Accountability at 14,000 Feet

On a recent trip to Colorado, I climbed my first fourteener. For non-hikers reading this, a fourteener is a mountain of 14,000 feet or greater peak elevation. My daughter, Allison, thought it would be fun and encouraged me to go with her. I consider myself to be in good physical shape, but strange things start to happen when you’re at those high altitudes and the air thins out. The hike came down to accountability, accountability to ourselves and accountability to each other. Without accountability the hike would have been way more dangerous. I’ll explain.

Before going on the hike, I made a commitment to myself that if I felt unsure at any point that I would stop, evaluate, and turnback if that was what needed to happen. There was nothing to prove. As much as I wanted to complete the climb to the top, it was more important to return home safely. This is where the accountability to me came in.

As we started to hike to the summit, I told Allison that she had the authority to end the hike at any time she felt I was not safe. Allison was best positioned to notice changes in my ability as we climbed, and I was in the best position to observe her. I knew she was much stronger at this point so I wanted her to have the call should we need to stop. It could have been easy to get into trouble, to try and push forward at a time when maybe turning back was the right call. Being accountable to and for each other helped eliminate that possibility.

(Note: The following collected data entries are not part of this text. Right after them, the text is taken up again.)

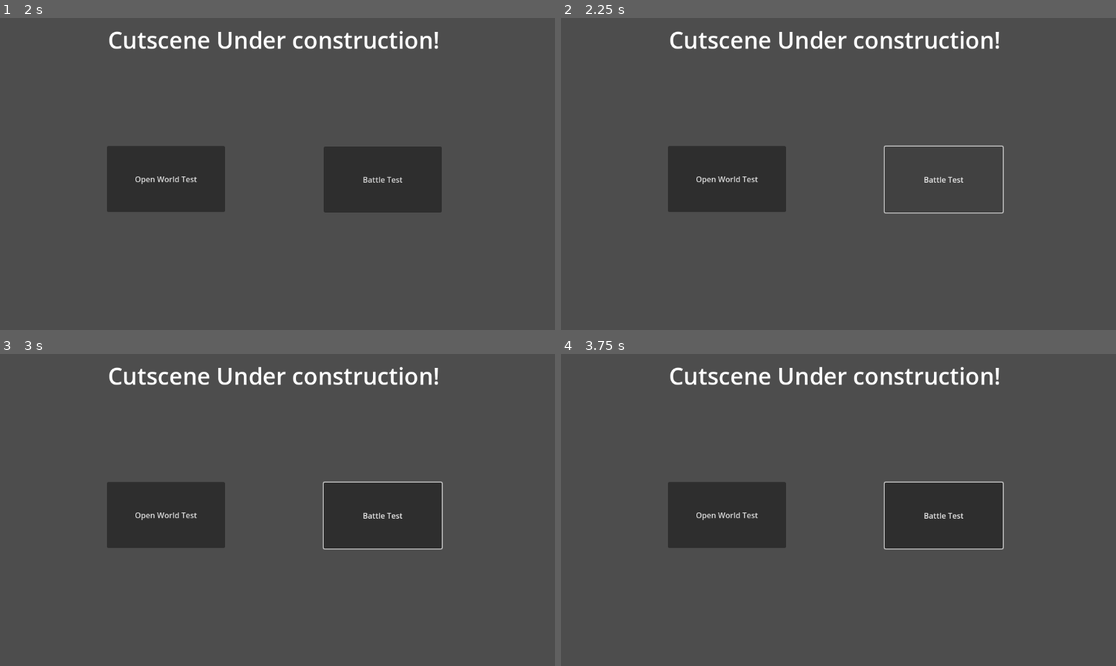
Above: before the commit, frames 1-4 (two rows, left to right).
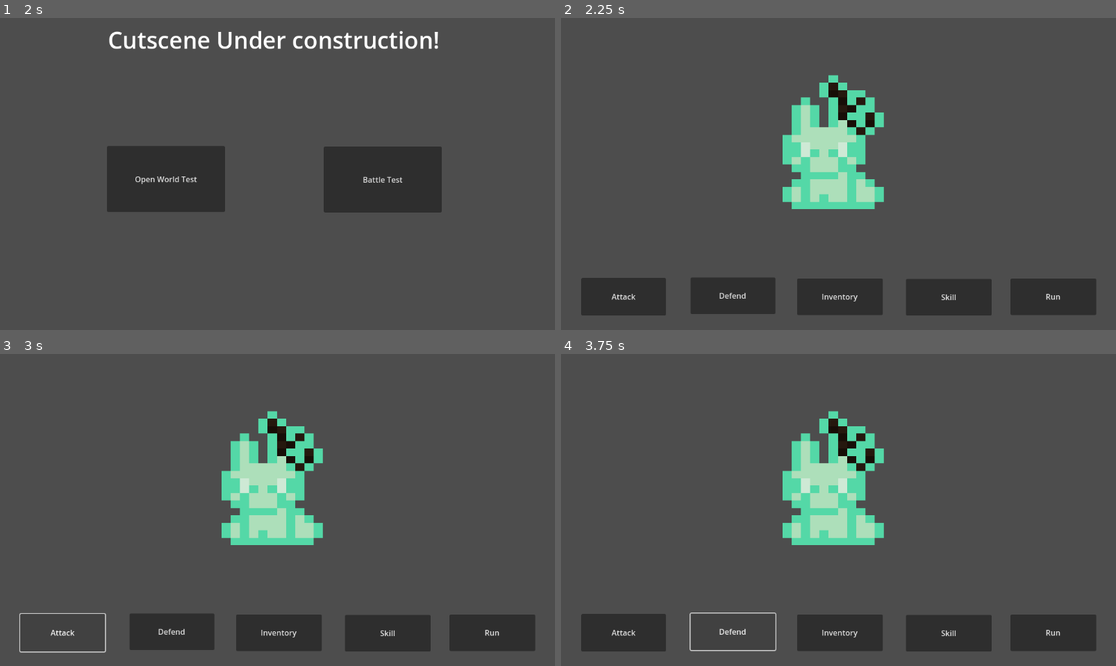
Above: after the commit, the same moments.

Repository: eRues/The-Great-Disappearance-of-Jamie-Finch
Game: Godot game, scene res://main_menu.tscn
Same seed, same stepped clock (60 frames per second), same inputs: the game is played once before the commit and once after it.
Inputs (mouse positions are in pixels of both pictures, inside the frame that each line leads up to):
- Up to frame 1 (2 s): click "New Game" at 0.5 s; click "Ashton" at 1.25 s
- Up to frame 2 (2.25 s): click "Battle Test" at 2 s
- Up to frame 3 (3 s): click (61, 631) at 2.75 s, where only the run after the commit has a clickable "Attack"
- Up to frame 4 (3.75 s): click (733, 631) at 3.5 s, where only the run after the commit has a clickable "Defend"

Frame 1 is identical in both runs. In frame 2, 20% of the frame differs, in the area x 3-97%, y 4-96%; in frame 3, 23%; in frame 4, 23%.

Commit message:
battle progress

Diff:
--- a/ash_avatar_again.gd
+++ b/ash_avatar_again.gd
@@ -4,6 +4,7 @@
 func _on_ash_button_pressed() -> void:
 	Global.ash_chosen = true
 	print("Ashton is chosen!")
+	Global.battle_type = Battle_Ash.new()
 	get_tree().change_scene_to_file("res://opening_cutscene.tscn")
 
 func _on_ash_button_mouse_entered() -> void:
--- /dev/null
+++ b/battle_ash.gd
@@ -0,0 +1,34 @@
+class_name Battle_Ash extends Battle_Player
+var defend_mod = 0
+var base_health
+var can_use_skill = true
+
+func _ready() -> void:
+	health = 30
+	base_health = health
+	strength = 10
+	speed = 8
+	spirit = 5
+	smarts = 4
+	hp_increase = 80
+	str_increase = 80
+	spe_increase = 50
+	spi_increase = 40
+	sma_increase = 35
+	level = 1
+	experience = 0
+
+func defend():
+	if(speed - 5 <= 1):
+		defend_mod = 1
+	else:
+		defend_mod = speed - 5
+
+	health += defend_mod
+
+func use_skill(my_enemy : Battle_Enemy):
+	if(can_use_skill):
+		my_enemy.confused = true
+		print("enemy is confused")
+	else:
+		print("wait for cooldown")
--- a/battle_character.gd
+++ b/battle_character.gd
@@ -1,8 +1,11 @@
 @abstract
 class_name Battle_Character extends Character
 
-@abstract func attack()
+@abstract func attack(enemy_dodge : int, dmg : int) -> int
 @abstract func defend()
+
+func get_damage() -> int:
+	return (int)(strength/2)
 
 func get_dodge() -> int:
 	return (smarts + speed) * 2
--- /dev/null
+++ b/battle_enemy.gd
@@ -0,0 +1,33 @@
+class_name Battle_Enemy extends Battle_Character
+var enemy_name = "rabbit_dee"
+var confused = false
+
+func _init(new_name : String) -> void:
+	enemy_name = new_name
+
+func _ready() -> void:
+	if(enemy_name == "rabbit_dee"):
+		health = 10
+		strength = 2
+		speed = 9
+		smarts = 5
+		spirit = 7
+
+func attack(enemy_dodge : int, dmg : int) -> int:
+	if(health <= health/2):
+		if(enemy_dodge <= ((randi() + 1)*100)):
+			dmg = get_damage()
+
+		if(((randi() + 1)*100) <= get_crit()):
+			dmg *= 2
+	else:
+		if(enemy_dodge <= ((randi() + 1)*100) + 10):
+			dmg = (int)(get_damage()*1.5)
+
+		if(((randi() + 1)*100) <= get_crit()):
+			dmg *= 2
+
+	return dmg
+
+func defend():
+	pass
--- a/battle_player.gd
+++ b/battle_player.gd
@@ -1,13 +1,38 @@
 @abstract
 class_name Battle_Player extends Battle_Character
 
-var hp_increase_chance
-var str_increase_chance
-var spe_increase_chance
-var sma_increase_chance
-var spi_increase_chance
+var hp_increase
+var str_increase
+var spe_increase
+var sma_increase
+var spi_increase
+var rnd = RandomNumberGenerator.new()
 
-@abstract func use_skill()
+@abstract func use_skill(my_enemy : Battle_Enemy)
+
+func attack(enemy_dodge : int, dmg : int) -> int:
+	if(enemy_dodge <= ((randi() + 1)*100)):
+		dmg = get_damage()
+
+		if(((randi() + 1)*100) <= get_crit()):
+			dmg *= 2
+	return dmg
+
+func check_inventory() -> void:
+	print("inventory checked")
 
 func add_level() -> void:
+	if(((randi() + 1) * 100) <= hp_increase):
+		health += 1
+	if(((randi() + 1) * 100) <= str_increase):
+		strength += 1
+	if(((randi() + 1) * 100) <= spe_increase):
+		speed += 1
+	if(((randi() + 1) * 100) <= sma_increase):
+		smarts += 1
+	if(((randi() + 1) * 100) <= spi_increase):
+		spirit += 1
 	level += 1
+
+func add_exp(enemy_exp : int) -> void:
+	experience += enemy_exp
--- a/battle_scene.gd
+++ b/battle_scene.gd
@@ -1,4 +1,14 @@
 extends Node2D
+var enemy
 
 func _ready() -> void:
-	pass
+	enemy = Battle_Enemy.new("rabbit_dee")
+
+func _on_run_button_pressed() -> void:
+	get_tree().change_scene_to_file("res://opening_cutscene.tscn")
+
+func _on_skill_button_pressed() -> void:
+	Global.battle_type.use_skill(enemy)
+
+func _on_inventory_button_pressed() -> void:
+	Global.battle_type.check_inventory()
--- a/battle_scene.tscn
+++ b/battle_scene.tscn
@@ -1,6 +1,51 @@
-[gd_scene load_steps=2 format=3 uid="uid://sjdwk2o044hb"]
+[gd_scene load_steps=3 format=3 uid="uid://sjdwk2o044hb"]
 
 [ext_resource type="Script" uid="uid://dwcg1y17glmcm" path="res://battle_scene.gd" id="1_fw8re"]
+[ext_resource type="Texture2D" uid="uid://kb16rvp23l3y" path="res://Assets/battle_placeholder.png" id="2_r5l0u"]
 
 [node name="Battle" type="Node2D"]
 script = ExtResource("1_fw8re")
+
+[node name="attack_button" type="Button" parent="."]
+offset_left = 42.0
+offset_top = 540.0
+offset_right = 218.0
+offset_bottom = 618.0
+text = "Attack"
+
+[node name="defend_button" type="Button" parent="."]
+offset_left = 269.0
+offset_top = 539.0
+offset_right = 445.0
+offset_bottom = 615.0
+text = "Defend"
+
+[node name="inventory_button" type="Button" parent="."]
+offset_left = 490.0
+offset_top = 541.0
+offset_right = 668.0
+offset_bottom = 617.0
+text = "Inventory"
+
+[node name="skill_button" type="Button" parent="."]
+offset_left = 716.0
+offset_top = 542.0
+offset_right = 894.0
+offset_bottom = 618.0
+text = "Skill"
+
+[node name="run_button" type="Button" parent="."]
+offset_left = 933.0
+offset_top = 541.0
+offset_right = 1111.0
+offset_bottom = 617.0
+text = "Run"
+
+[node name="placeholder_sprite" type="Sprite2D" parent="."]
+position = Vector2(565, 258)
+scale = Vector2(19.045456, 15.444445)
+texture = ExtResource("2_r5l0u")
+
+[connection signal="pressed" from="inventory_button" to="." method="_on_inventory_button_pressed"]
+[connection signal="pressed" from="skill_button" to="." method="_on_skill_button_pressed"]
+[connection signal="pressed" from="run_button" to="." method="_on_run_button_pressed"]
--- a/global.gd
+++ b/global.gd
@@ -5,3 +5,5 @@
 var tia_chosen = false
 var eve_chosen = false
 var nate_chosen = false
+var battle_type
+var dont_run = false
--- /dev/null
+++ b/opening_cutscene.gd
@@ -0,0 +1,5 @@
+extends Node2D
+
+
+func _on_temp_battle_button_pressed() -> void:
+	get_tree().change_scene_to_file("res://battle_scene.tscn")
--- a/opening_cutscene.tscn
+++ b/opening_cutscene.tscn
@@ -1,6 +1,9 @@
-[gd_scene format=3 uid="uid://ybui4u7ubh2b"]
+[gd_scene load_steps=2 format=3 uid="uid://ybui4u7ubh2b"]
+
+[ext_resource type="Script" uid="uid://bo104vcqokqms" path="res://opening_cutscene.gd" id="1_acnil"]
 
 [node name="opening cutscene" type="Node2D"]
+script = ExtResource("1_acnil")
 
 [node name="temp_text" type="RichTextLabel" parent="."]
 offset_left = 224.0
@@ -23,3 +26,5 @@
 offset_right = 917.0
 offset_bottom = 404.0
 text = "Battle Test"
+
+[connection signal="pressed" from="temp_battle_button" to="." method="_on_temp_battle_button_pressed"]
Not shown, added: battle_ash.gd.uid
Not shown, added: battle_enemy.gd.uid
Not shown, added: opening_cutscene.gd.uid

In any endeavor, either personal or business, having someone you trust by your side is critically important. We can all see things that the other cannot. When we have people around us that have our best interest in mind, that understand that they are accountable to and accountable for us, things change. Likewise, we need to understand and accept the accountability we have for and to those people around us.

In business we need to be able to trust the people we work with. In life we need to be able to trust friends and family. Accountability becomes the glue that binds us. It is also what enables us to be at our best and achieve at our fullest potential.

When you take on the accountability commitment to “It’s All of Us” which states, when you fail, I fail, and when you succeed, I succeed, relationships deepen, you can move forward faster, and goals become a reality for the people around you and yourself. Being accountable recognizes that you have taken on commitments to yourself and to others. This level of connection deepens relationships and supercharges everything you attempt to accomplish.

We had an amazing climb and reached the top at 14,265 feet. It was an awesome day, one made better by taking the journey with someone I trusted and shared accountability with.

Be accountable and move your accomplishments to the next level – even 14,000 feet!